A Nextdoor spokesperson said the company enables users to report any posts that they find offensive or discriminatory, which are then reviewed by volunteer community moderators or staff members. In 2021, only 1 percent of posts were reported as hurtful or harmful; about half of these were removed.
When Ms. Chrustic posted about the attack, the first responses were mostly notes of condolence and support. People with dogs posted that they had seen the man in the same area where she was attacked — why weren’t the police arresting him? Donations poured in to offset her veterinary bills.
But gradually, other voices emerged. A vocal minority asked why Park Slope residents, mostly white, were calling for the police to take down a man who appeared to be homeless and emotionally disturbed. Others called the man a “monster,” a “predator” or a “psychopath.” As on other social media platforms, the most ardent voices made the most noise.
Martin Lofsnes, 52, a dancer and choreographer who moved out of the neighborhood in 2020, came across the conversation while trying to sell some stuff and was appalled by the vitriol directed at an impoverished man, and by what he called “this vigilante attitude.”

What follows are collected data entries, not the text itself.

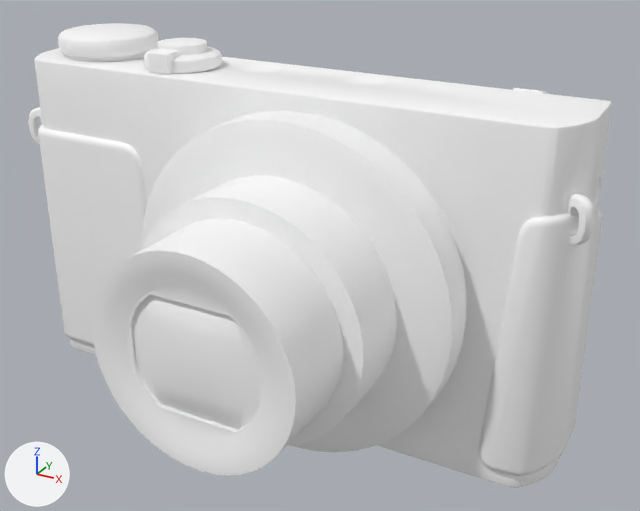
Before and after pictures for a commit that changed the FBX model DX11/Client/Bin/Resources/Meshes/Video_Camera/Video_Camera.fbx.
Both versions are drawn from a camera (50 mm lens) standing at (0.0619, -0.1188, 0.0874) and looking at (0.0008, -0.0076, 0.0319). The lights are fixed; the arrows at lower left show +X, +Y and +Z. Where no turn or scale is listed for an object, it has been applied to the vertices.

Before the edit, the objects in view are built like this:
```python
mat_camera_glass = principled_material('Camera_Glass')
mat_camera_glass.base_color = (1.0, 1.0, 1.0)  # white #ffffff
me_scene = bpy.data.meshes.new('Scene')
me_scene.from_pydata(...)  # 3088 vertices, 6048 faces; spans x -0.0597..0.0411, y -0.0405..0.0135, z 0.001..0.0615
# faces by material slot: [328, 5720]
me_scene.materials.append(mat_camera_glass)  # white #ffffff
me_scene.materials.append(mat_digital_camera_1)  # its picture is missing
ob_digital_camera_1 = bpy.data.objects.new('Digital_Camera_1', me_scene)
ob_digital_camera_1.location = (0.0, 0.0, 0.0)
```
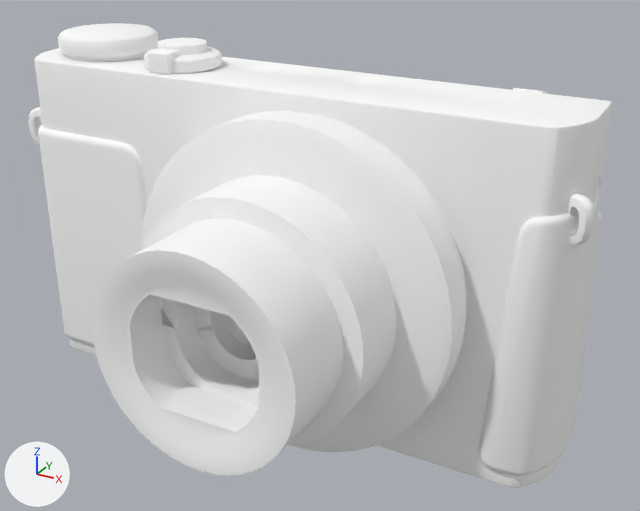
The newer file is also rescaled (x2.54), turned or shifted as a whole; pictures and numbers use the older file's frame.

Pixel boxes (x1, y1, x2, y2) of what changed, in the pictures (640 x 511 px):
'Digital_Camera_1', reshaped: (28, 23, 612, 488) in both
part 1 of me_scene, deleted: before (132, 295, 260, 430)

The change, as a list of edits to the scene's bpy script:
```text
Add img_glass_diffuse_png:
    img_glass_diffuse_png = load_image('Glass_Diffuse.png', '../Digital Camera/Glass_Diffuse.png', 128, 128, 'sRGB')
Change mat_camera_glass:
    remove mat_camera_glass.base_color = (1.0, 1.0, 1.0)  # white #ffffff
    add mat_camera_glass.texture = img_glass_diffuse_png
    mat_camera_glass.roughness: 0.5 -> 0.896
Change me_scene:
    used by ob_digital_camera_1; location = (0.0, 0.0, 0.0)
    remove me_scene.from_pydata(...)  # 3088 vertices, 6048 faces; spans x -0.0597..0.0411, y -0.0405..0.0135, z 0.001..0.0615
    add me_scene.from_pydata(...)  # 3034 vertices, 5893 faces; spans x -0.0597..0.0411, y -0.0405..0.0135, z 0.001..0.0615
    me_scene part 1
    54 vertices are removed from x -0.0104..0.0094, y -0.0399..-0.039, z 0.0241..0.0331
    155 faces are deleted
```

He urged people on the thread to put their emotions aside and consider “400 yrs of systematic racism which has prevented black people from building generational wealth through homeownership resulting in the extreme disparity we see today.” Arresting the man, he wrote, would solve none of that.
With all the affluence in Park Slope, he posted, maybe critics should raise money to help the man, not throw him to the lethal jail system, from which he would most likely emerge more dangerous, or not emerge at all.